Reviews

Jan 18, 2020
I think going was the most excited I’ve ever been in a theater. I shook with anticipation, almost dropping my popcorn. And in the end, Tenki no Ko lived up to my hopes.

“That kid is throwing his life away, just because he wants to find that girl... I kind of envy him.”
-Officer Yasui

Makoto Shinkai once again taps into a romantic melancholy unlike anything else in media. This time that romance clashes directly with both gritty realism and existential threats.

The film plays to Shinkai’s strengths — beautiful shots of rain and water, love struck characters fighting against all odds, and contemporary settings clashing with the supernatural — while still adding enough new direction to stand out as its own entry. It doesn’t quite feel like the massive breathtaking leap that Your Name was, but it’s still gorgeously animated and manages to provide a few exceptionally unique and powerful emotional moments. It is, to date, Shinkai’s second-best film, and probably the best anime film to come out since his first-best.

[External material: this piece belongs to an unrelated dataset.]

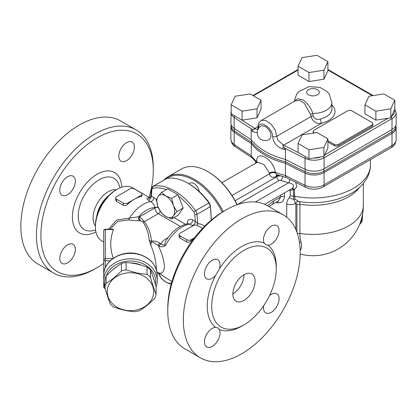 <?xml version="1.0" encoding="UTF-8"?>
<svg xmlns="http://www.w3.org/2000/svg" width="417" height="417" viewBox="0 0 417 417"><rect width="100%" height="100%" fill="white"/><g stroke="black" fill="none" stroke-linecap="round" stroke-linejoin="round"><path stroke-width="0.63" d="M96.624 216.85A21.403 12.359 -60 0 1 109.051 195.328M226.181 209.834L223.955 211.122A79.48 45.891 120 0 0 167.754 308.465L167.754 311.035A82.629 47.705 -60 0 1 226.181 209.834A82.629 47.705 -60 0 1 267.495 205.743L283.075 214.739A82.629 47.705 -60 0 1 300.188 252.566A82.629 47.705 -60 0 1 264.117 335.716A82.629 47.705 -60 0 1 200.447 357.854A82.629 47.705 -60 0 1 200.447 262.444A82.629 47.705 -60 0 1 283.075 214.739M200.447 357.854L184.867 348.862A82.629 47.705 -60 0 1 167.754 311.035M215.579 327.355L217.83 327.908L219.295 329.503A11.019 6.359 -60 0 1 212.248 346.407A11.019 6.359 -60 0 1 206.743 346.949A11.019 6.359 -60 0 1 205.878 335.909A11.019 6.359 -60 0 1 215.579 327.355A48.789 28.168 120 0 1 207.259 306.214A48.789 28.168 120 0 1 215.579 275.47A11.019 6.359 -60 0 1 206.743 278.801A11.019 6.359 -60 0 1 204.46 273.755A11.019 6.359 -60 0 1 209.266 262.668A11.019 6.359 -60 0 1 217.757 259.718A11.019 6.359 -60 0 1 219.295 269.038L215.579 275.47M211.711 306.214A45.641 26.349 120 0 0 221.166 327.11A45.641 26.349 120 0 0 256.335 314.882A45.641 26.349 120 0 0 276.262 268.949A45.641 26.349 120 0 0 266.807 248.052A45.641 26.349 120 0 0 231.633 260.281A45.641 26.349 120 0 0 211.711 306.214M267.943 245.238L265.832 244.769L264.227 243.095A11.019 6.359 -60 0 1 271.269 226.191A11.019 6.359 -60 0 1 276.779 225.644A11.019 6.359 -60 0 1 277.639 236.684A11.019 6.359 -60 0 1 267.943 245.238A48.789 28.168 120 0 1 276.242 267.698M232.858 294.006A15.737 9.085 -60 0 1 239.728 278.17A15.737 9.085 -60 0 1 251.858 273.953A15.737 9.085 -60 0 1 255.115 281.157A15.737 9.085 -60 0 1 248.245 296.998A15.737 9.085 -60 0 1 236.116 301.215A15.737 9.085 -60 0 1 232.858 294.006A15.737 9.085 120 0 0 243.987 274.73L243.987 274.73M269.564 295.544A11.019 6.359 -60 0 1 276.779 293.792A11.019 6.359 -60 0 1 279.062 298.838A11.019 6.359 -60 0 1 274.25 309.925A11.019 6.359 -60 0 1 265.759 312.875A11.019 6.359 -60 0 1 263.669 305.75M116.291 189.751A21.403 12.359 120 0 0 108.212 191.716A21.403 12.359 120 0 0 94.956 208.411A21.403 12.359 120 0 0 95.415 225.915M103.713 263.382A79.48 45.891 -60 0 1 97.083 267.667A79.48 45.891 -60 0 1 40.882 235.214A79.48 45.891 -60 0 1 97.083 137.871A79.48 45.891 -60 0 1 153.284 170.324A79.48 45.891 -60 0 1 149.088 197.356M153.284 170.324L153.284 167.754A82.629 47.705 120 0 0 136.171 129.927A82.629 47.705 120 0 0 72.501 152.064A82.629 47.705 120 0 0 36.43 235.214A82.629 47.705 120 0 0 53.543 273.041A82.629 47.705 120 0 0 94.857 268.949L97.083 267.667M75.362 249.387A11.019 6.359 -60 0 1 70.556 260.474A11.019 6.359 -60 0 1 62.065 263.424A11.019 6.359 -60 0 1 59.782 258.378A11.019 6.359 -60 0 1 64.593 247.291A11.019 6.359 -60 0 1 73.079 244.341A11.019 6.359 -60 0 1 75.362 249.387M67.575 194.729A11.019 6.359 -60 0 1 62.065 195.271A11.019 6.359 -60 0 1 60.376 186.446A11.019 6.359 -60 0 1 67.575 176.735A11.019 6.359 -60 0 1 73.079 176.188A11.019 6.359 -60 0 1 74.768 185.018A11.019 6.359 -60 0 1 67.575 194.729M118.803 156.156A11.019 6.359 -60 0 1 123.614 145.069A11.019 6.359 -60 0 1 132.1 142.114A11.019 6.359 -60 0 1 134.383 147.159A11.019 6.359 -60 0 1 129.572 158.246A11.019 6.359 -60 0 1 121.086 161.197A11.019 6.359 -60 0 1 118.803 156.156M136.171 129.927L120.591 120.93A82.629 47.705 120 0 0 37.963 168.635A82.629 47.705 120 0 0 37.963 264.05L53.543 273.041M327.908 138.845L327.908 147.842L323.91 156.453L313.787 158.022L308.987 158.762L298.066 152.455L298.066 143.464L302.064 134.847L316.983 132.538L327.908 138.845L323.91 147.462L308.987 149.766L298.066 143.464M308.987 158.762L308.987 149.766M323.91 156.453L323.91 147.462M394.795 100.226L394.795 109.223L390.797 117.834L388.164 118.246L375.879 120.143L364.953 113.836L364.953 104.844L368.951 96.228L383.875 93.919L394.795 100.226L390.797 108.842L375.879 111.151L364.953 104.844M327.908 61.607L327.908 70.603L323.91 79.22L308.987 81.529L298.066 75.222L298.066 66.225L302.064 57.609L316.983 55.299L327.908 61.607L323.91 70.223L308.987 72.532L298.066 66.225M261.016 100.226L261.016 109.223L257.018 117.834L242.1 120.143L231.174 113.836L231.174 104.844L235.172 96.228L250.096 93.919L261.016 100.226L257.018 108.842L242.1 111.151L231.174 104.844M327.908 140.706L334.132 144.298A3.148 1.819 0 0 0 338.583 144.298L371.969 125.022A3.148 1.819 0 0 0 372.892 123.74L372.892 125.022A3.148 1.819 180 0 1 371.969 126.309L338.583 145.585A3.148 1.819 180 0 1 334.132 145.585L327.908 141.988M313.245 133.117A3.148 1.819 180 0 1 313.177 132.731L313.177 131.449A3.148 1.819 0 0 0 314.1 132.731L314.444 132.929M375.879 120.143L375.879 111.151M390.797 117.834L390.797 108.842M395.879 125.329L395.879 126.309A13.897 8.022 180 0 1 391.808 131.98L323.873 171.205A13.897 8.022 180 0 1 305.187 171.71A534.849 308.794 180 0 1 285.577 161.864L285.577 159.502M231.154 124.933L230.882 126.982A14.162 8.178 0 0 0 234.14 132.194A535.115 308.945 0 0 0 251.175 143.505A67.679 39.073 0 0 0 285.426 163.282L285.577 161.864A67.408 38.917 180 0 1 251.404 142.129L251.404 139.94M256.575 162.698L251.706 157.428L251.175 155.713L251.404 142.129A534.849 308.794 180 0 1 234.349 130.813A13.897 8.022 180 0 1 231.154 125.694L231.154 124.714M289.982 189.756A3.148 1.22 -82.2 0 1 290.196 190.611L293.406 189.547A3.148 0.923 62.6 0 0 292.067 188.552M237.289 204.653L279.025 180.556A1.574 0.907 180 0 1 280.969 180.425A60.595 34.986 0 0 0 288.653 182.766A3.148 1.032 104.2 0 0 289.851 179.451M292.108 188.526A3.148 1.783 -116.4 0 1 294.475 189.646L296.805 186.576L295.726 182.448M255.329 202.005L288.653 182.766C293.714 183.866 294.824 185.81 291.978 188.593L264.712 204.34M288.955 190.345A58.234 33.621 0 0 0 289.335 190.444A3.148 1.042 104.4 0 0 289.325 190.131M280.646 195.146L280.646 196.933L278.347 200.921M277.404 201.463A3.148 2.028 -84.8 0 1 278.301 202.876C282.048 202.85 284.086 200.77 284.415 196.636L284.415 192.967M275.71 202.443L278.301 202.876M289.335 190.444L290.196 190.611L290.196 195.75L289.377 197.559C287.725 199.399 286.844 201.593 286.74 204.142L286.74 217.267M278.853 175.364A4.723 2.726 0 0 0 276.799 176.057A4.723 2.726 60 0 1 277.06 174.713M342.393 175.823L362.337 164.308M257.034 162.432A4.723 3.148 -9.3 0 0 256.7 162.067L256.809 162.557M257.268 162.296A4.723 3.07 4.8 0 0 256.705 161.499L256.7 162.067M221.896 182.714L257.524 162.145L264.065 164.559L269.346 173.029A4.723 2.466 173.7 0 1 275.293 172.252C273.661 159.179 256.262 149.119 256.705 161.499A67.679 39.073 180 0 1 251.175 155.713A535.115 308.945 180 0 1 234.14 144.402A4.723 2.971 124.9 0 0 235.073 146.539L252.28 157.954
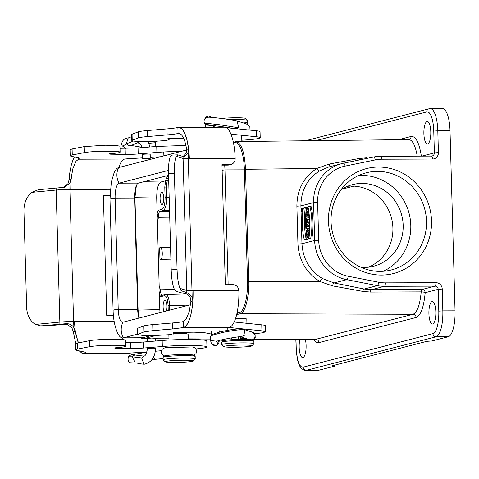 <?xml version="1.0" encoding="UTF-8"?>
<svg xmlns="http://www.w3.org/2000/svg" width="479" height="479" viewBox="0 0 479 479"><rect width="100%" height="100%" fill="white"/><g stroke="black" fill="none" stroke-linecap="round" stroke-linejoin="round"><path stroke-width="0.72" d="M238.165 336.947A4.012 1.497 86.7 0 0 239.698 339.354A4.012 1.497 86.7 0 0 240.925 336.923M185.912 145.442L156.747 146.424L138.048 147.963L120.013 148.31M119.948 146.173L115.756 145.412L105.129 145.221L84.238 146.598L72.095 148.981L70.042 149.771M118.918 167.494A28.099 8.682 -90.2 0 1 123.714 159.321L124.809 159.034A7.227 0.539 -1.6 0 1 127.606 158.794L142.251 157.89M150.268 157.393L160.387 156.771M181.032 151.436A28.099 2.096 178.4 0 0 156.914 152.43L138.215 153.963A12.041 0.898 -1.6 0 1 125.3 154.382L111.733 154.202A4.814 0.359 -1.6 0 1 109.248 153.957A4.814 0.359 -1.6 0 1 111.481 153.591A18.663 1.395 178.4 0 0 120.121 152.172A18.663 1.395 178.4 0 0 105.308 151.22A18.663 1.395 178.4 0 0 84.406 152.603L72.263 154.986A24.082 1.796 178.4 0 0 70.197 155.777A24.082 1.796 178.4 0 0 71.257 156.268L78.496 157.831A32.111 2.395 -1.6 0 1 79.909 158.489A32.111 2.395 -1.6 0 1 78.616 159.202L75.981 161.279L72.736 168.991L70.946 180.649L70.76 189.45L110.302 189.307M142.269 158.513L142.155 154.507C141.898 154.124 150.418 153.891 150.184 154.28L150.292 158.28A4.012 0.299 178.3 0 0 146.275 158.094A4.012 0.299 178.3 0 0 142.269 158.513A4.012 0.299 178.3 0 0 144.365 158.717A4.012 0.299 178.3 0 0 148.466 158.585A4.012 0.299 178.3 0 0 150.292 158.28M75.616 349.838L75.448 343.838A24.082 1.796 -1.6 0 1 77.514 343.048L89.657 340.665A18.663 1.395 -1.6 0 1 110.559 339.282A18.663 1.395 -1.6 0 1 125.372 340.234L125.54 346.233A18.663 1.395 178.4 0 0 110.727 345.287A18.663 1.395 178.4 0 0 89.824 346.664L77.682 349.047A24.082 1.796 178.4 0 0 75.616 349.838A24.082 1.796 178.4 0 0 76.676 350.335L83.915 351.891A32.111 2.395 -1.6 0 1 85.328 352.55A32.111 2.395 -1.6 0 1 84.035 353.268L83.999 351.909M125.432 342.377L130.557 342.443A12.041 0.898 178.4 0 0 143.466 342.024L162.171 340.491A28.099 2.096 -1.6 0 1 191.414 339.503A28.099 2.096 -1.6 0 1 206.79 340.94L206.958 346.94A28.099 2.096 178.4 0 0 191.582 345.503A28.099 2.096 178.4 0 0 162.339 346.491L143.634 348.029A12.041 0.898 -1.6 0 1 130.725 348.449L117.157 348.263A4.814 0.359 -1.6 0 1 114.673 348.017A4.814 0.359 -1.6 0 1 116.9 347.652A18.663 1.395 178.4 0 0 125.54 346.233M164.129 355.993L163.123 355.502L161.327 352.939L162.165 349.413L163.405 348.383L165.357 347.7L192.372 346.952L194.821 347.784L196.629 350.329L196.031 353.568L194.049 355.161M155.304 351.269L161.453 350.682M83.262 353.376L129.031 353.209A34.117 10.544 -90.2 0 0 129.132 353.209L130.228 353.101A7.227 0.539 -1.6 0 1 133.024 352.855L146.915 351.999M195.995 348.916A28.099 2.096 178.4 0 0 206.958 346.94M141.64 357.933L143.898 356.107C145.287 356.202 146.496 353.694 147.526 348.574C147.275 348.191 155.813 347.952 155.567 348.347C155.142 356.975 151.574 362.214 144.856 364.076C143.472 364.759 134.85 362.405 135.234 362.962L132.24 356.795L141.64 357.933L143.856 363.986L144.856 364.076M109.972 195.719A6.023 5.706 -104.5 0 1 109.158 195.785L103.392 195.803M113.385 315.35L106.727 315.374L103.374 195.33L109.978 195.306M78.574 157.848L78.616 159.202L124.809 159.034M123.049 339.623A28.099 8.682 89.8 0 1 122.522 337.917M83.34 353.37L83.322 353.37A34.117 10.544 -90.2 0 0 83.34 353.37A34.117 10.544 -90.2 0 0 84.047 353.268L81.813 353.083L79.233 350.879M78.472 342.856L77.532 340.641L75.119 330.073L74.449 321.493L114.158 321.349M78.46 342.862L73.97 327.75C72.155 324.948 69.593 323.588 66.282 323.666L42.074 325.792L46.104 326.013L63.941 324.313L67.671 324.69L72.072 328.235L73.329 331.851L75.754 343.539M59.911 324.091L56.109 188.049L38.272 189.744L31.848 192.366A20.07 14.885 -86.9 0 0 23.95 211.173L26.632 307.201A20.07 14.885 -86.9 0 0 35.536 324.409L40.41 325.822L42.074 325.792M46.104 326.013L44.302 326.037M56.109 188.049L64.551 187.319L69.928 183.086L71.042 179.296L72.724 168.991M74.425 156.95L73 159.878L71.126 165.77L69.766 172.997L69.078 179.805L68.03 183.577L63.515 187.529M147.388 341.701L147.298 338.479L151.304 338.072L155.322 338.264L155.4 341.042M224.447 127.216A34.117 10.544 -90.2 0 1 224.549 127.216A34.117 10.544 -90.2 0 1 235.171 158.621A6.023 5.706 75.5 0 1 230.95 164.471A6.023 5.706 75.5 0 1 229.615 164.644L221.975 164.674L225.328 284.712L232.968 284.682A6.023 5.706 75.5 0 1 238.859 290.663A34.117 10.544 89.8 0 1 230.028 327.121L229.681 327.385L230.633 327.618L261.935 330.839L265.611 331.773L262.749 332.779L254.624 333.743M238.859 290.663L193.049 290.831A34.117 10.544 89.8 0 1 183.499 327.552L183.319 321.553A32.111 2.395 178.4 0 1 172.416 322.966L172.584 328.965L183.487 327.552C188.427 325.367 191.546 316.499 192.851 300.95L192.175 297.184L188.732 293.393L181.822 290.927L175.937 291.184L174.069 288.592A20.07 4.143 -92.5 0 1 171.201 269.827L177.086 269.569L174.404 173.536L168.518 173.793L171.201 269.827M183.331 321.553L185.972 319.475L189.217 311.769L190.887 301.459L192.851 300.95M230.95 164.471L229.1 164.95A6.023 5.706 -104.5 0 1 227.759 165.123L221.993 165.141M211.233 334.019L203.677 332.504L193.684 332.169L178.296 332.456C174.164 332.594 172.482 332.803 173.242 333.085L174.524 333.564L169.111 334.695L155.938 335.474L142.736 335.438L137.263 334.599L143.862 331.935L152.903 330.624L172.584 328.965M172.913 332.965L173.236 332.821M234.189 322.002L261.768 324.834A28.099 2.096 -1.6 0 1 265.474 325.768L265.641 331.773M137.245 334.605L137.078 328.6A18.663 1.395 -1.6 0 1 137.479 328.301L143.694 325.936A24.082 1.796 -1.6 0 1 152.735 324.624L172.416 322.966M179.469 133.485L178.068 133.491A32.111 2.395 -1.6 0 1 167.159 134.904L147.484 136.563A24.082 1.796 178.4 0 0 138.443 137.874L132.228 140.239A18.663 1.395 178.4 0 0 131.821 140.539L131.653 134.539A18.663 1.395 -1.6 0 1 132.06 134.234L138.275 131.875A24.082 1.796 -1.6 0 1 147.316 130.563L166.991 128.905A32.111 2.395 178.4 0 0 177.901 127.492L178.068 133.491L180.787 134.18C183.409 136.419 185.361 141.497 186.642 149.412L186.241 153.017L183.104 156.513M235.171 158.621L189.361 158.788A34.117 10.544 -90.2 0 0 178.889 127.384A34.117 10.544 -90.2 0 0 178.877 127.384L177.901 127.492M226.298 127.683L256.349 130.773A28.099 2.096 -1.6 0 1 260.055 131.707L260.223 137.707A28.099 2.096 178.4 0 0 256.516 136.772L230.95 134.15M241.817 140.191A28.099 2.096 178.4 0 0 260.223 137.707M131.821 140.539A18.663 1.395 178.4 0 0 150.52 141.413A18.663 1.395 178.4 0 0 169.141 139.497A18.663 1.395 178.4 0 0 167.818 139.024A4.814 0.359 -1.6 0 1 167.482 138.904A4.814 0.359 -1.6 0 1 172.877 138.395L183.613 138.192M168.518 173.793A20.07 4.143 -92.5 0 1 170.38 156.549L172.135 155.136M177.673 154.837L171.847 155.094M177.703 154.837L183.038 156.495L184.9 156.1L188.133 152.526L188.606 148.903L186.906 139.778L184.978 133.946L182.667 129.827L181.409 128.498L178.877 127.384M188.133 152.526L192.175 297.184M178.02 154.879L176.266 156.292A20.07 4.143 87.5 0 0 174.404 173.536M177.086 269.569A20.07 4.143 87.5 0 0 179.954 288.334L181.822 290.927M175.937 291.184L180.948 292.801L184.181 293.184C186.63 293.322 188.66 294.819 190.283 297.675L190.887 301.459M309.338 230.004L309.296 228.561L308.153 228.567L308.189 230.004L309.338 230.004L309.434 233.62M308.889 237.237L308.853 235.8L309.248 235.698M306.799 239.105L306.764 237.662L307.356 237.512L307.308 235.907L306.716 236.063L306.674 234.62L308.308 234.201L308.35 235.638L307.704 235.806L307.752 237.404L308.392 237.243L308.434 238.68L306.799 239.105L309.398 238.722M308.668 210.437L307.967 211.676L306.823 211.682L307.428 207.024L308.057 207.018M309.212 225.585L309.165 223.825L308.015 223.831L308.069 225.591L309.212 225.585L308.692 226.609M309.278 228.052L309.242 226.609L308.093 226.615L308.135 228.052L309.278 228.052L306.506 228.477L306.446 226.322A1.694 0.521 89.8 0 1 306.961 224.495A1.694 0.521 89.8 0 1 307.368 225.112L308.015 223.831M309.129 222.627L309.087 221.184L307.943 221.19L307.985 222.627L309.129 222.627L307.895 222.945L307.925 224.016M307.53 224.184L306.386 224.184L307.53 224.184M307.847 221.214L307.823 220.364L306.68 220.37L306.71 221.508L307.943 221.19M309.039 219.28L308.997 217.837L307.853 217.843L307.889 219.286L309.039 219.28L306.261 219.705L306.219 218.262L307.853 217.843M308.889 213.999L308.835 212.173L307.692 212.179L307.746 213.999L308.889 213.999L308.141 215.376M308.967 216.748L308.925 215.376L307.781 215.376L307.817 216.753L308.967 216.748L306.189 217.179L306.135 215.322L306.991 213.748L306.099 213.975L306.865 213.975M311.895 238.237A27.776 8.586 -90.2 0 0 311.003 206.227L309.853 206.233A27.776 8.586 89.8 0 1 310.751 238.243L308.883 238.728A33.045 10.209 -90.2 0 0 307.991 206.718L309.853 206.233M306.099 210.443A33.045 10.209 -90.2 0 0 306.71 235.86M306.746 236.063A33.045 10.209 -90.2 0 0 307.003 237.602M307.296 239.099A33.045 10.209 -90.2 0 0 307.356 239.41L304.351 239.901L306.213 239.416A33.045 10.209 89.8 0 1 305.321 207.407L305.985 207.401L306.823 211.682M140.724 337.851L142.982 338.761L147.304 338.683M315.056 339.509L413.006 314.284L240.224 313.721L236.674 314.637M156.1 335.468L143.736 338.665M240.224 313.721C245.188 312.775 249.2 297.333 248.649 281.317L245.523 169.279C244.577 152.256 241.446 143.023 236.123 141.568L233.339 142.203M139.066 318.05L138.084 310.099L159.83 309.596L159.393 293.747C160.226 291.13 160.154 288.502 159.172 285.849L157.381 221.765C158.22 219.148 158.142 216.514 157.16 213.862L156.717 198.019L134.946 197.671L138.084 310.099M134.946 197.671L136.347 185.642M428.909 313.685A11.239 3.473 -90.2 0 0 432.405 324.032A11.239 3.473 -90.2 0 0 435.842 312.781A11.239 3.473 -90.2 0 0 432.327 301.554A11.239 3.473 -90.2 0 0 428.909 313.685M299.878 339.443A11.239 3.473 -90.2 0 0 299.543 351.281A11.239 3.473 -90.2 0 0 302.686 357.568A11.239 3.473 -90.2 0 0 306.105 345.437A11.239 3.473 -90.2 0 0 305.374 339.467M328.468 221.238A54.187 51.379 -104.5 0 1 404.462 174.182A54.187 51.379 -104.5 0 1 407.078 267.743A54.187 51.379 -104.5 0 1 328.468 221.238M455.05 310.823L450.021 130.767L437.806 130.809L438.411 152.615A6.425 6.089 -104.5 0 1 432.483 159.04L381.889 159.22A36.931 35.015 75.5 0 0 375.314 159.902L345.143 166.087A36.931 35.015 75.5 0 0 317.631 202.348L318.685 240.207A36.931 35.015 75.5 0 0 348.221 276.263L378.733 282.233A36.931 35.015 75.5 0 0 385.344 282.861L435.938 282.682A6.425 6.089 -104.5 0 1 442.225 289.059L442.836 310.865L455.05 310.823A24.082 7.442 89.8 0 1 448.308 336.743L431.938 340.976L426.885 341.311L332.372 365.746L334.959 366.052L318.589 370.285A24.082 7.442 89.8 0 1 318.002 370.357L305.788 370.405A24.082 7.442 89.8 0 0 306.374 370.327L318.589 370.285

Its only sin is its structure — the first act in particular could be credibly accused of being a series of vignettes. As a whole, Weathering With You lags behind Your Name in that its central plot doesn’t thread seamlessly from start to finish. But even its seemingly random early events feed strongly into the story’s motifs and ultimately serve it well. Every sequence feeds into the internal struggle of Hodaka, our protagonist.

It’s when he meets Hina — the girl behind the film’s magic-promising title— that things truly get off the ground. And much credit is due for making this dynamic not at all feel like a clone of Taki/Mitsuha when it very easily could have. In some sense, it’s also stronger because of how the two undergo more change as we near the climax.

In the end, I found there were two primary aspects of Weathering With You that mesmerized me: its technical splendor, and the mental journey of its protagonist. It’s a story that argues, more beautifully than any in recent memory, for damning all else in the name of love.